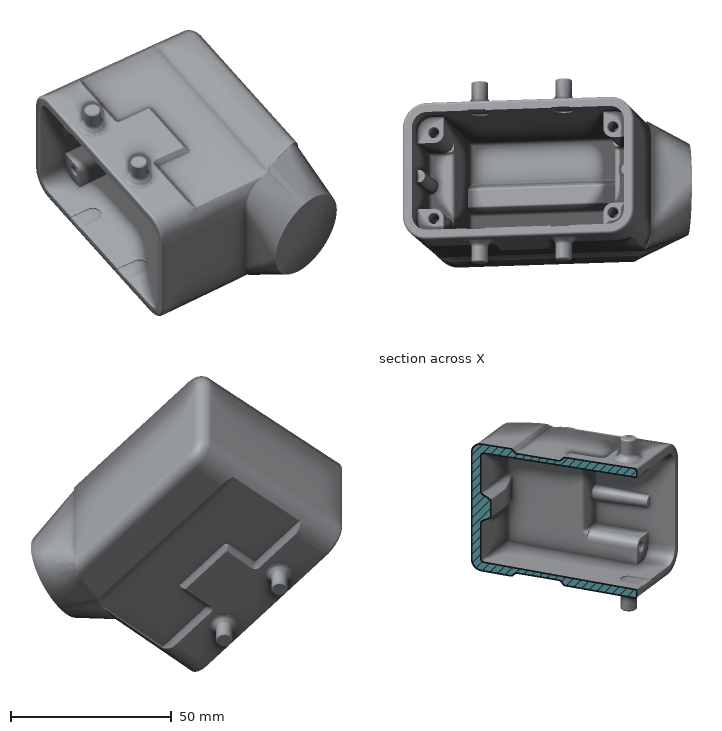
import cadquery as cq
import math


body_length = 73.1
body_width = 43.2
body_height = 57.1
corner_radius = 7.7
roof_fillet = 3.6
rim_fillet = 0.8
outer_draft = 0.5
wall = 3.0

cavity_depth = 53.65
inner_draft = 0.6
floor_fillet = 0.9
post_end_depth = 9.1
pocket_depth = 27.25
pocket_half_width = 10.4
centre_length = 50.6
post_fillet = 3.0
shoulder_fillet = 1.1
post_hole_x = 28.4
post_hole_z = 13.5
post_hole_diameter = 3.2
post_hole_depth = 10.2
post_hole_chamfer = 0.25

rib_end_depth = 8.5
rib_radius = 2.0
rib_centre_x = 33.05
rib_draft = 2.0

ridge_half_base = 4.7
ridge_half_top = 3.0
ridge_height = 3.4
ridge_fillet = 0.7
ramp_length = 8.1
ramp_drop = 1.9

pin_x = 13.3
pin_y = 6.2
pin_radius = 2.55
pin_tip_z = 28.49
pin_tip_chamfer = 0.3
pin_foot_radius = 4.1
pin_foot_fillet = 1.45
pin_relief_radius = 2.8
pin_relief_depth = 0.25

panel_z = 19.9
panel_half_length = 32.6
panel_bottom = 14.7
panel_top = 41.7
panel_slope = 48.0
tongue_half_width = 11.6
tongue_top = 26.6
tongue_bevel = 0.85

outlet_tilt = math.radians(15.0)
outlet_x = 45.0
outlet_y = 47.6
outlet_radius = 14.2
outlet_root_distance = 14.6
outlet_root_lean = 0.12
outlet_root_half_height = 14.1
outlet_root_half_width = 21.0
outlet_upper_corner = 5.1
outlet_lower_corner = 6.8
outlet_step = 2.0


def up_plane(x=0.0, y=0.0, z=0.0):
    """Plane facing +Y, with its first axis along +X."""
    return cq.Workplane(cq.Plane(origin=(x, y, z), xDir=(1, 0, 0), normal=(0, 1, 0)))


def box(x0, x1, y0, y1, half_width):
    return (
        cq.Workplane("XY")
        .box(x1 - x0, y1 - y0, 2 * half_width, centered=(False, False, True))
        .translate((x0, y0, 0))
    )


def drafted_block(length, width, radius, height, draft):
    outline = cq.Sketch().rect(length, width).vertices().fillet(radius)
    return up_plane().placeSketch(outline).extrude(height, taper=draft)


def outer_body():
    body = drafted_block(body_length, body_width, corner_radius, body_height, outer_draft)
    body = body.faces(">Y").edges().fillet(roof_fillet)
    return body.faces("<Y").edges().fillet(rim_fillet)


def post_rounding(side_x, side_z):
    """Clearance that rounds off the inner corner of a post, down to the pocket floor fillet."""
    corner_x = centre_length / 2
    corner_z = pocket_half_width
    bend = post_fillet * (1 - math.sqrt(0.5))
    overlap = 0.4
    outline = (
        up_plane()
        .moveTo(corner_x, corner_z + post_fillet)
        .threePointArc((corner_x + bend, corner_z + bend), (corner_x + post_fillet, corner_z))
        .lineTo(corner_x + post_fillet, corner_z - overlap)
        .lineTo(corner_x - overlap, corner_z - overlap)
        .lineTo(corner_x - overlap, corner_z + post_fillet)
        .close()
    )
    rounding = outline.extrude(pocket_depth - floor_fillet)
    if side_x < 0:
        rounding = rounding.mirror("YZ")
    return rounding if side_z < 0 else rounding.mirror("XY")


def end_pocket(side, inner):
    """Space between the two posts of one end."""
    half_length = body_length / 2
    half_centre = centre_length / 2
    pocket = box(half_centre - 2 * shoulder_fillet, half_length, 0, pocket_depth, pocket_half_width)
    pocket = pocket.intersect(inner)
    floor_walls = pocket.faces(">Y").edges().edges(cq.selectors.BoxSelector(
        (half_centre, 0, -body_width), (half_length, body_height, body_width)
    ))
    pocket = floor_walls.fillet(floor_fillet)
    return pocket if side > 0 else pocket.mirror("YZ")


def cavity():
    half_length = body_length / 2
    half_centre = centre_length / 2
    inner = drafted_block(
        body_length - 2 * wall, body_width - 2 * wall, corner_radius - wall, cavity_depth, inner_draft
    )
    centre = box(-half_centre, half_centre, 0, cavity_depth, body_width / 2).intersect(inner)
    space = centre.cut(floor_ridge()).faces(">Y").edges().fillet(floor_fillet)
    for side in (-1, 1):
        space = space.union(end_pocket(side, inner))
    shoulders = []
    for x in (-half_centre, half_centre):
        shoulders += space.edges(cq.selectors.NearestToPointSelector((x, pocket_depth, 0))).vals()
    space = space.newObject(shoulders).fillet(shoulder_fillet)
    for side_x in (-1, 1):
        for side_z in (-1, 1):
            space = space.union(post_rounding(side_x, side_z))
    mouth = box(-half_length, half_length, 0, post_end_depth, body_width / 2).intersect(inner)
    rib = end_rib()
    return space.union(mouth).cut(rib).cut(rib.mirror("YZ"))


def end_rib():
    wall_x = body_length / 2 - wall / 2
    return (
        up_plane(y=rib_end_depth)
        .moveTo(wall_x, -rib_radius)
        .lineTo(rib_centre_x, -rib_radius)
        .threePointArc((rib_centre_x - rib_radius, 0), (rib_centre_x, rib_radius))
        .lineTo(wall_x, rib_radius)
        .close()
        .extrude(pocket_depth - rib_end_depth + 0.85, taper=-rib_draft)
    )


def post_holes():
    radius = post_hole_diameter / 2
    profile = (
        cq.Workplane("XY")
        .polyline([
            (0, 0),
            (radius + post_hole_chamfer, 0),
            (radius, post_hole_chamfer),
            (radius, post_hole_depth),
            (0, post_hole_depth),
        ])
        .close()
        .revolve(360, (0, 0, 0), (0, 1, 0))
    )
    holes = cq.Workplane("XY")
    for x in (-post_hole_x, post_hole_x):
        for z in (-post_hole_z, post_hole_z):
            holes = holes.add(profile.translate((x, post_end_depth, z)))
    return holes.combine()


def floor_ridge():
    end_x = centre_length / 2
    crest_y = cavity_depth - ridge_height
    section = [
        (cavity_depth, -ridge_half_base),
        (crest_y, -ridge_half_top),
        (crest_y, ridge_half_top),
        (cavity_depth, ridge_half_base),
    ]
    ridge = cq.Workplane("YZ", origin=(-end_x, 0, 0)).polyline(section).close().extrude(centre_length)
    ramp = (
        cq.Workplane("XY")
        .polyline([(end_x - ramp_length, crest_y), (end_x, crest_y), (end_x, crest_y + ramp_drop)])
        .close()
        .extrude(ridge_half_base, both=True)
    )
    ridge = ridge.cut(ramp)
    return ridge.edges(cq.selectors.BoxSelector(
        (-end_x + 0.85, crest_y - 0.85, -ridge_half_base), (end_x - 0.85, cavity_depth - 0.1, ridge_half_base)
    )).edges("not |Z").fillet(ridge_fillet)


def locking_pin(x, side):
    root_z = body_width / 2
    sink_z = root_z - wall / 2
    cone_top_z = root_z + pin_foot_radius - pin_radius
    blend = pin_foot_fillet * math.tan(math.radians(22.5))
    slant = blend * math.sqrt(0.5)
    near = blend - pin_foot_fillet * math.sin(math.radians(22.5))
    far = pin_foot_fillet * (1 - math.cos(math.radians(22.5)))
    pin = (
        cq.Workplane("XZ")
        .moveTo(0, sink_z)
        .lineTo(pin_foot_radius + blend, sink_z)
        .lineTo(pin_foot_radius + blend, root_z)
        .threePointArc((pin_foot_radius + near, root_z + far), (pin_foot_radius - slant, root_z + slant))
        .lineTo(pin_radius + slant, cone_top_z - slant)
        .threePointArc((pin_radius + far, cone_top_z + near), (pin_radius, cone_top_z + blend))
        .lineTo(pin_radius, pin_tip_z - pin_tip_chamfer)
        .lineTo(pin_radius - pin_tip_chamfer, pin_tip_z)
        .lineTo(0, pin_tip_z)
        .close()
        .revolve(360, (0, 0, 0), (0, 1, 0))
    )
    if side < 0:
        pin = pin.mirror("XY")
    return pin.translate((x, pin_y, 0))


def pin_relief(x):
    """Shallow round-ended slots in both inner walls behind a pin."""
    half_width = body_width / 2 - wall + pin_relief_depth
    slot = box(x - pin_relief_radius, x + pin_relief_radius, 0, pin_y, half_width)
    slot_end = cq.Workplane("XY").center(x, pin_y).circle(pin_relief_radius).extrude(half_width, both=True)
    return slot.union(slot_end)


def panel_recess(side):
    bevel = tongue_bevel
    outline = [
        (-panel_half_length, panel_bottom),
        (-tongue_half_width, panel_bottom),
        (-tongue_half_width, tongue_top - bevel),
        (-tongue_half_width + bevel, tongue_top),
        (tongue_half_width - bevel, tongue_top),
        (tongue_half_width, tongue_top - bevel),
        (tongue_half_width, panel_bottom),
        (panel_half_length, panel_bottom),
        (panel_half_length, panel_top),
        (-panel_half_length, panel_top),
    ]
    recess = (
        cq.Workplane("XY", origin=(0, 0, panel_z))
        .polyline(outline)
        .close()
        .extrude(body_width / 2 - panel_z + 0.85, taper=-panel_slope)
    )
    return recess if side > 0 else recess.mirror("XY")


def outlet_point(along, across, z):
    """Point in the outlet's own frame: along its axis, across it, and Z."""
    x = outlet_x + along * math.cos(outlet_tilt) - across * math.sin(outlet_tilt)
    y = outlet_y + along * math.sin(outlet_tilt) + across * math.cos(outlet_tilt)
    return cq.Vector(x, y, z)


def root_point(across, z):
    return outlet_point(-outlet_root_distance - outlet_root_lean * across, across, z)


def mouth_point(angle):
    """Point on the round mouth; the angle runs from the top towards +Z."""
    return outlet_point(0, outlet_radius * math.cos(angle), outlet_radius * math.sin(angle))


def flat_face(*points):
    return cq.Face.makeFromWires(cq.Wire.makePolygon(list(points), close=True))


def outlet_seat():
    """Region past the outlet's root plane, cleared from the body before the outlet is added."""
    top = root_point(2 * outlet_radius, 0)
    bottom = root_point(-outlet_root_half_height, 0)
    outline = [(top.x, top.y), (bottom.x, bottom.y), (outlet_x, bottom.y), (outlet_x, top.y)]
    return cq.Workplane("XY").polyline(outline).close().extrude(body_width, both=True)


def outlet():
    high = outlet_root_half_height
    wide = outlet_root_half_width
    narrow = panel_z
    top_mid = root_point(high, 0)
    top_corner = root_point(high, wide - outlet_upper_corner)
    side_high = root_point(high - outlet_upper_corner, wide)
    step_high = root_point(0, wide)
    step_low = root_point(-outlet_step, narrow)
    side_low = root_point(outlet_lower_corner - high, narrow)
    bottom_corner = root_point(-high, narrow - outlet_lower_corner)
    bottom_mid = root_point(-high, 0)

    upper_bend = outlet_upper_corner * (1 - math.sqrt(0.5))
    lower_bend = outlet_lower_corner * (1 - math.sqrt(0.5))
    upper_arc = cq.Edge.makeThreePointArc(
        top_corner, root_point(high - upper_bend, wide - upper_bend), side_high
    )
    lower_arc = cq.Edge.makeThreePointArc(
        side_low, root_point(lower_bend - high, narrow - lower_bend), bottom_corner
    )
    step_edge = cq.Edge.makeLine(step_high, step_low)

    angles = [0, math.pi / 2, math.pi / 2 + math.asin(outlet_step / outlet_radius), math.pi]
    mouth_top, mouth_side, mouth_step, mouth_bottom = [mouth_point(a) for a in angles]
    mouth_arcs = [
        cq.Edge.makeThreePointArc(mouth_point(a), mouth_point((a + b) / 2), mouth_point(b))
        for a, b in zip(angles, angles[1:])
    ]
    root_edges = [
        cq.Edge.makeLine(top_mid, top_corner),
        upper_arc,
        cq.Edge.makeLine(side_high, step_high),
        step_edge,
        cq.Edge.makeLine(step_low, side_low),
        lower_arc,
        cq.Edge.makeLine(bottom_corner, bottom_mid),
        cq.Edge.makeLine(bottom_mid, top_mid),
    ]
    mouth_diameter = cq.Edge.makeLine(mouth_bottom, mouth_top)
    faces = [
        cq.Face.makeFromWires(cq.Wire.assembleEdges(root_edges)),
        cq.Face.makeFromWires(cq.Wire.assembleEdges(mouth_arcs + [mouth_diameter])),
        flat_face(top_mid, mouth_top, mouth_bottom, bottom_mid),
        flat_face(top_mid, top_corner, mouth_top),
        cq.Face.makeRuledSurface(upper_arc, mouth_arcs[0]),
        flat_face(side_high, step_high, mouth_side),
        cq.Face.makeRuledSurface(step_edge, mouth_arcs[1]),
        flat_face(step_low, side_low, mouth_step),
        cq.Face.makeRuledSurface(lower_arc, mouth_arcs[2]),
        flat_face(bottom_corner, bottom_mid, mouth_bottom),
    ]
    half = cq.Workplane(cq.Solid.makeSolid(cq.Shell.makeShell(faces)).fix())
    return half.union(half.mirror("XY"))


result = outer_body()
for side in (-1, 1):
    result = result.cut(panel_recess(side))
result = result.cut(outlet_seat()).union(outlet())
result = result.cut(cavity())
result = result.cut(post_holes())
for x in (-pin_x, pin_x):
    result = result.cut(pin_relief(x))
    for side in (-1, 1):
        result = result.union(locking_pin(x, side))

WHAT NEEDS TO BE DONE
From the opening line of the entries, copy each line exactly until the line with "post_hole_x = 28.4", which is copied as well; leave out pictures.

RESPONSE AREA
import cadquery as cq
import math


body_length = 73.1
body_width = 43.2
body_height = 57.1
corner_radius = 7.7
roof_fillet = 3.6
rim_fillet = 0.8
outer_draft = 0.5
wall = 3.0

cavity_depth = 53.65
inner_draft = 0.6
floor_fillet = 0.9
post_end_depth = 9.1
pocket_depth = 27.25
pocket_half_width = 10.4
centre_length = 50.6
post_fillet = 3.0
shoulder_fillet = 1.1
post_hole_x = 28.4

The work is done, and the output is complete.